Counting Rogue Asteroids and Comets


How many comets, asteroids, and planetary bodies are floating through interstellar space, not gravitationally bound to any solar system? A new study explores this question and what its answer means for our understanding of how solar systems form.

Rough Beginnings

gas giant

Do all solar systems form with gas-giant migration causing a large fraction of the system’s material to be ejected? [ESO/L. Calçada]

Our solar system was not a great place to be when it was first born. Simulations of its formation suggest that early orbital migration of the gas and ice giants caused up to 99% of the original planetesimals in our solar system to be ejected out into space, gravitationally unbound from our star.

If this model is correct, and if other solar systems formed in the same way, then it stands to reason that interstellar space should be littered with free-floating, rogue planets, asteroids, and comets.
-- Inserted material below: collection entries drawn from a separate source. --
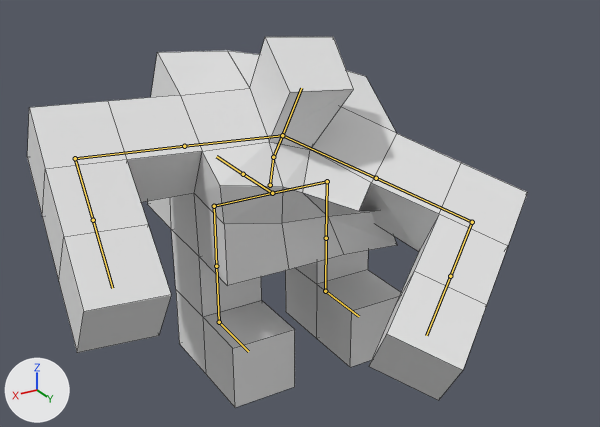
The Blender file Assets/Player.blend: old version first, new version second.
Both versions are drawn from a 50 mm camera at (5.81, 10.49, 7.3) aimed at (-0.05, 0.74, 2.42). Every picture has the same lights, and +X, +Y and +Z are marked at lower left. Both versions are drawn at frame 40 of the action 'Cleave'; the numbers are the values there. The bones that bend it are drawn over the model as lines. Mesh edges are drawn as thin lines.

Objects in the first picture: 'Player'.
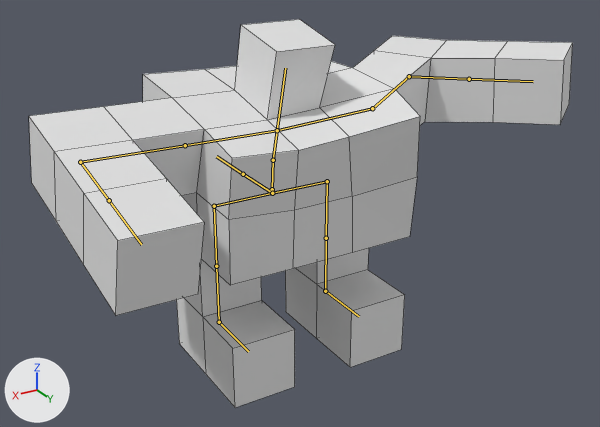
Commit message: Improve the Cleave Animation

Changed parts and their boxes [x1, y1, x2, y2] in the pictures (600 x 427 px):
'Player', posed (9% wider)
    before: [27, 37, 527, 408]
    after: [29, 19, 573, 408]
bone 'Root', root to tip
    before: (270, 185) to (273, 157)
    after: (272, 189) to (273, 160)
bone 'Back', root to tip
    before: (273, 157) to (282, 135)
    after: (273, 160) to (277, 130)
bone 'Shoulder_R', root to tip
    before: (282, 135) to (376, 178)
    after: (277, 130) to (372, 108)
bone 'Arm_R', root to tip
    before: (376, 178) to (472, 222)
    after: (372, 108) to (409, 76)
bone 'ForeArm_R', root to tip
    before: (472, 222) to (450, 276)
    after: (409, 76) to (469, 79)

What the commit changed:
Bone 'Root' (bone_root) moves from (0.05, 0.15, -0.01) to (0.01, 0.06, 0.0).
Bone 'Root' (bone_root) turns from (-13, -4, 2) to (-6, -1, 0) degrees about its own x, y and z.
Bone 'Back' (bone_back) moves from (0.0, 0.0, 0.0) to (0.02, 0.19, 0.25).
Bone 'Back' (bone_back) turns from (20, 0, 0) to (6, 3, -2) degrees about its own x, y and z.
Bone 'Shoulder_R' (bone_shoulder_r) turns from (5, 6, -45) to (14, -2, -17) degrees about its own x, y and z.
Bone 'Arm_R' (bone_arm_r) moves from (0.0, 0.0, 0.0) to (0.02, 0.0, 0.01).
Bone 'Arm_R' (bone_arm_r) turns from (0, 0, 0) to (-6, 8, 46) degrees about its own x, y and z.
Bone 'ForeArm_R' (bone_forearm_r) turns from (0, 0, 0) to (10, -3, 4) degrees about its own x, y and z.
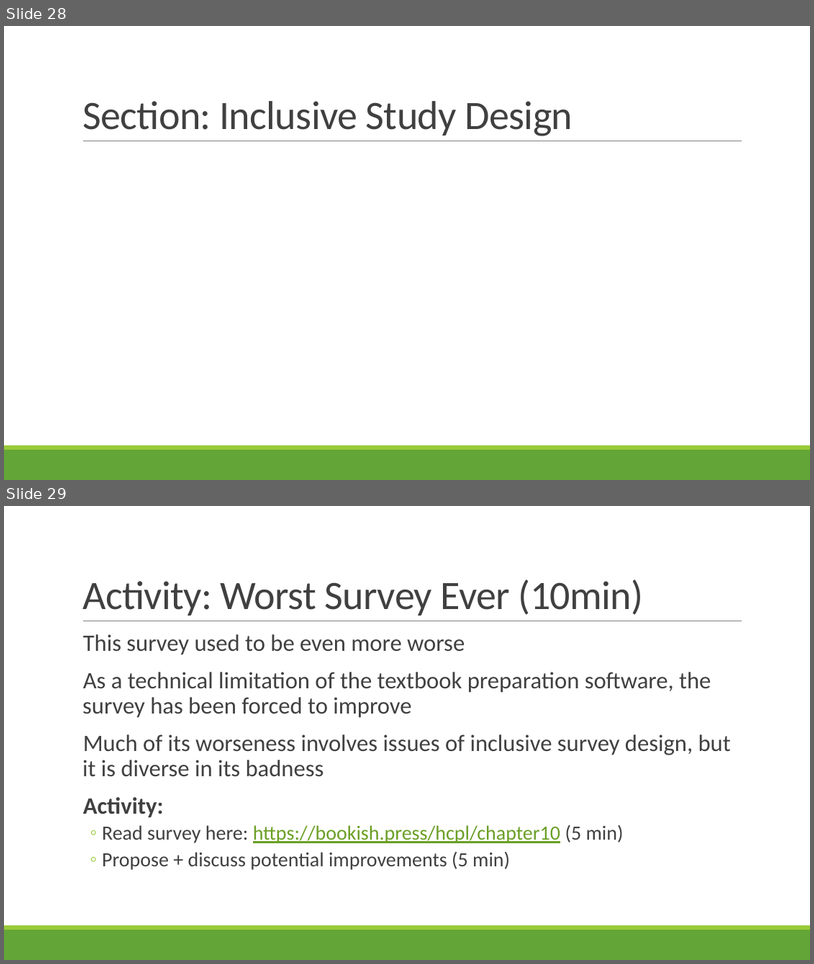
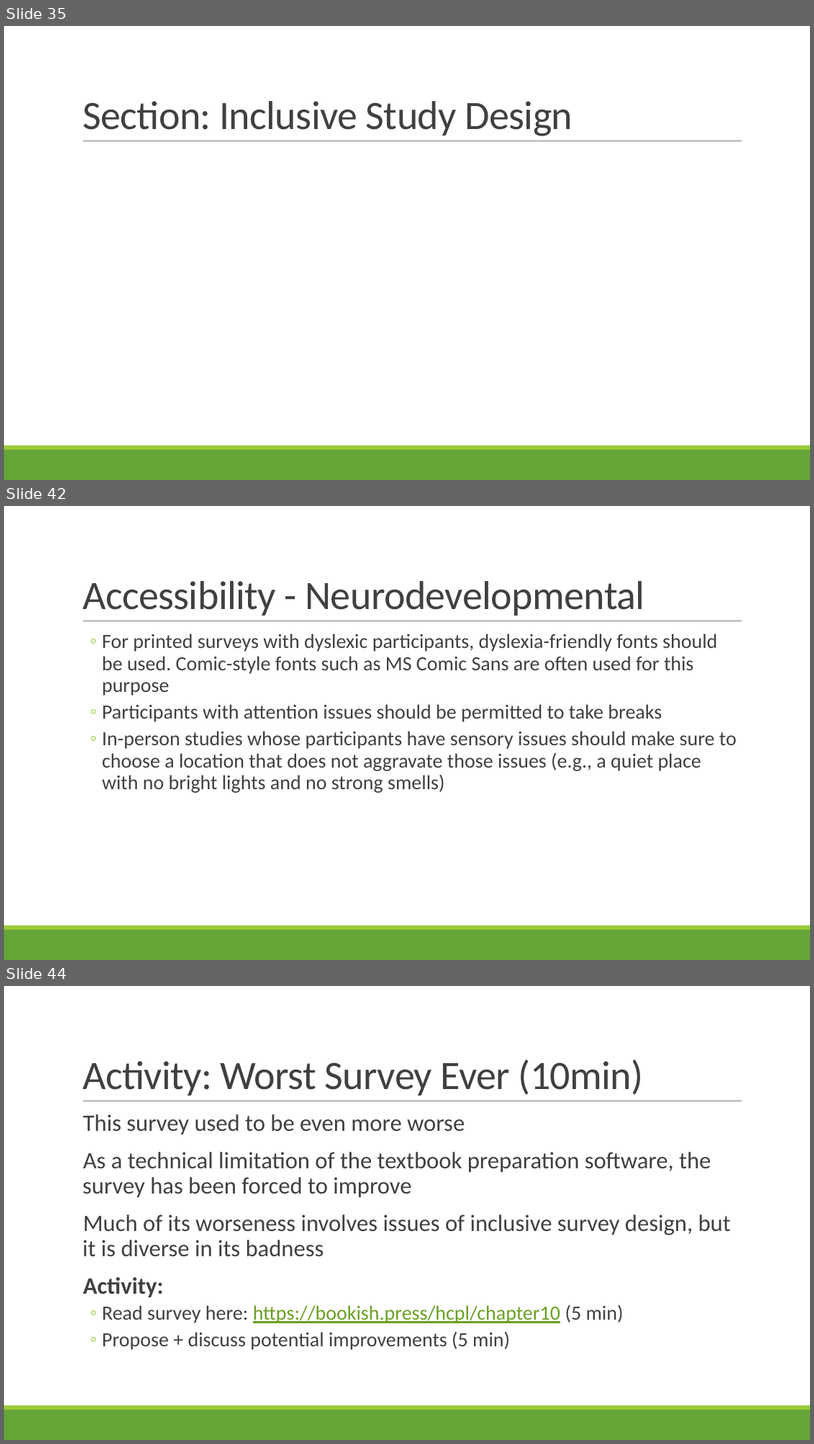
Before and after one commit to rbohrer/pl-course, a slide deck: LectureSlides/09Design2.pptx. Shown one above the other, each under a label of ours: slides 28 and 29 before the commit, slides 35, 42 and 44 after it; the slides between them are not shown. The pictures are 814x964 and 814x1444 pixels, drawn with LibreOffice and Linux fonts; fonts in the diff are those of the drawing. Boxes give left, top, right and bottom in pixels: in the first picture for what was removed or moved away, otherwise in the second. Text is boxed around its words. In the diff, an @@ line names an element or a change of style, - is before the commit and + after.

```diff
--- a/LectureSlides/09Design2.pptx
+++ b/LectureSlides/09Design2.pptx
@@ slide 42 added at box(4, 506, 810, 960), background #FFFFFF; not listed: 3 template elements that a slide beside it also shows @@
@@ title added at box(82, 581, 645, 615), 48 pt, text #404040 @@
+Accessibility - Neurodevelopmental
@@ text added at box(102, 633, 737, 793), 24 pt, text #404040 @@
+  ◦ For printed surveys with dyslexic participants, dyslexia-friendly fonts should be used. Comic-style fonts such as MS Comic Sans are often used for this purpose
+  ◦ Participants with attention issues should be permitted to take breaks
+  ◦ In-person studies whose participants have sensory issues should make sure to choose a location that does not aggravate those issues (e.g., a quiet place with no bright lights and no strong smells)
@@ what was slide 28 is now slide 35 @@
@@ what was slide 29 is now slide 44 @@
```
Also in this commit, not shown: 2 slides changed, 15 other slides added, 1 slide removed.

So why have we never yet observed a sizable interstellar object? Do these non-detections mean that our models are wrong? Or just that our ability to spot interstellar objects isn’t good enough yet?

synthetic ISOs

Trajectories of eight synthetic interstellar objects modeled by the authors as they pass within 50 AU of the Sun. [Engelhardt et al. 2017]

Predicting Detections

To answer these questions, a team of scientists led by Toni Engelhardt (University of Hawaii’s Institute for Astronomy and Technical University of Munich, Germany) and Robert Jedicke (University of Hawaii’s Institute for Astronomyset out to find an observational upper limit on the spatial number density of interstellar objects using data from three different contemporary wide-field solar system surveys.

The team first simulated a synthetic population of interstellar objects out to a distance of 750 AU from the Sun. The authors then propagated the positions of this population forward in time to account for the effects of our Sun’s gravitational pull on passing objects, known as “gravitational focusing”.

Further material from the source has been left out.